On 30 September, the Belgian Ministry of Foreign Affairs decided that the region was moving to an orange zone due to its sanitary conditions, an exception within the country. Belgium is the fifth foreign market for the Valencian Community, with a share of 5.6% and more than 538,000 visitors in 2019. The 75% goes to the province of Alicante, remains an average of 11.4 days and makes an average daily expend2 of 91.5 euros, according to statistics collected by tourism technicians Valencian Community.

In fact, in the first two months of 2020, Belgian demand "evolved positively both in Spain and in the Valencian Community". The impact of Covid-19 up to July has resulted in a 67.9% drop in Spain and 62.2% in the region, which represents a "smaller decline among the main Belgian destination communities".

The intention of the entrepreneurs is that the perception of autonomy as a safe destination allows to open brokers with other markets such as the United Kingdom, the main country sending tourists to the Valencian Community and a decisive factor to de-seasonalize the offer.
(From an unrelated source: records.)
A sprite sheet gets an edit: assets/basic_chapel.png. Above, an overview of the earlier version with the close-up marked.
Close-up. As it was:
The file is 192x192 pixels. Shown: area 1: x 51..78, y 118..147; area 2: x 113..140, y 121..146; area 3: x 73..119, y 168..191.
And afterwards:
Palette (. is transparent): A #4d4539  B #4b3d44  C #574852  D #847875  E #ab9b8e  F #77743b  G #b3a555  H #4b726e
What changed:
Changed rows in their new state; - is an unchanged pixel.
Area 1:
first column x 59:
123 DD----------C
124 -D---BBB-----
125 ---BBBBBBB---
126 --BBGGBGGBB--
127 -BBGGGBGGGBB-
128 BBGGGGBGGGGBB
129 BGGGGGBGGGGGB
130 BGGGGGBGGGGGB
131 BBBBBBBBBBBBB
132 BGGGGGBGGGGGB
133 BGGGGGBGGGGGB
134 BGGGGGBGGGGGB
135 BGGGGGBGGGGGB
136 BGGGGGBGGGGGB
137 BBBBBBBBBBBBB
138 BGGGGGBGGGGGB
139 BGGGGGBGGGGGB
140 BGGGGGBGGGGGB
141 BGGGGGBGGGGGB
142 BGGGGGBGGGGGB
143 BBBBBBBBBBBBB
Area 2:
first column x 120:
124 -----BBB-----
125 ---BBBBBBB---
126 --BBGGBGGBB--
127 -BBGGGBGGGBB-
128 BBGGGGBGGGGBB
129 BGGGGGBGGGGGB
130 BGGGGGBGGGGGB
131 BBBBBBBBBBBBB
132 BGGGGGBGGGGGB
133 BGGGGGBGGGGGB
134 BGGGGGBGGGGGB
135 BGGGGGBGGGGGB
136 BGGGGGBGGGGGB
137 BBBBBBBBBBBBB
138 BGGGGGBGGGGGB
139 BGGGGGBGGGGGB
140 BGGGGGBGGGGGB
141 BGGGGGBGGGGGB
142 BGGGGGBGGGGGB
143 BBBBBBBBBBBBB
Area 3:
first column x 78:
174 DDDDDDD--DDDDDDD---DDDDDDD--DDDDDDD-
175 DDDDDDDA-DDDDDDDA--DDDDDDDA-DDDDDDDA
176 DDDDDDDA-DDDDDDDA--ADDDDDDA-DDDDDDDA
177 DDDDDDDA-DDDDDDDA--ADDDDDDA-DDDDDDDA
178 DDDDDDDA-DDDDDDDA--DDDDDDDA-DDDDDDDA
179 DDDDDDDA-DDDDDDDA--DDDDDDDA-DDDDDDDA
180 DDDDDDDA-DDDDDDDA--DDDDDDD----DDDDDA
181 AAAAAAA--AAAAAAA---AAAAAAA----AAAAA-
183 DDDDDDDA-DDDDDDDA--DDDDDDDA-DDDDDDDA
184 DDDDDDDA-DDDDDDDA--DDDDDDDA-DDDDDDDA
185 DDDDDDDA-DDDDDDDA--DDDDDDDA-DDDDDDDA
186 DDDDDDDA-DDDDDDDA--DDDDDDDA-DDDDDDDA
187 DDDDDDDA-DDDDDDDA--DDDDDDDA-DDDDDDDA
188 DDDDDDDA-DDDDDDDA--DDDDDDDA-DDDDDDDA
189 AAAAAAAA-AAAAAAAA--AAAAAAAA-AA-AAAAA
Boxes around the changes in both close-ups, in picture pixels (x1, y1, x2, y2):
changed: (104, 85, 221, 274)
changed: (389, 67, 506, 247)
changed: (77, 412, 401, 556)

At the moment the British government is only willing to lift the quarantine with island territories (the Greek islands or The Canary and Balearic Islands), but the Valencian tourism sector is pressing the executive to include it in this negotiation.

Precisely this Monday made public the barometer on the effects of the pandemic developed by the European Committee of the Regions (Cor), and that indicates that the autonomous communities of Madrid, Catalonia, Valencia, Andalusia, Balearic Islands and Castilla y León are among the regions most vulnerable to the economic impact of the Covid-19, like the region of Paris in France.

The report shows that the regions with the highest number of infections and deaths from SARS-CoV-2 disease "are not necessarily the most economically affected", as this depends on a number of additional factors. Specifically, the study notes that the economic impact of the pandemic in each region is potentially and to a large extent dependent on the exposure and sensitivity of each region to containment measures taken.

Moreover, this sensitivity is linked to a number of factors such as the proportion of employment in sectors most affected, dependence on tourism or international trade, the population at risk of poverty or social exclusion, the youth unemployment rate, the number of SMEs or self-employed.

The barometer produced by the European Committee of the regions has drawn up a map crossing the duration and level of containment measures and each of these factors. The result shows that Madrid, Catalonia, the Valencian Community, the Balearic Islands and Castilla y Leon are among the European regions most vulnerable to the economic consequences of the pandemic.

Also shown in red on this map are the Paris region in France, virtually all of Italy, coastal regions of Croatia, Eastern Bulgaria and Central Macedonia and the island of Crete in Greece.

The map shows that the impact of Covid-19 along the block is " substantially negative, asymmetrical and territorially differentiated." The Southern and eastern regions of Europe, for example, are more vulnerable because of the "high level of micro-enterprises and self-employed". In the Mediterranean and alpine communities, their sensitivity to the effects of the virus on the economy is due to their strong dependence on tourism.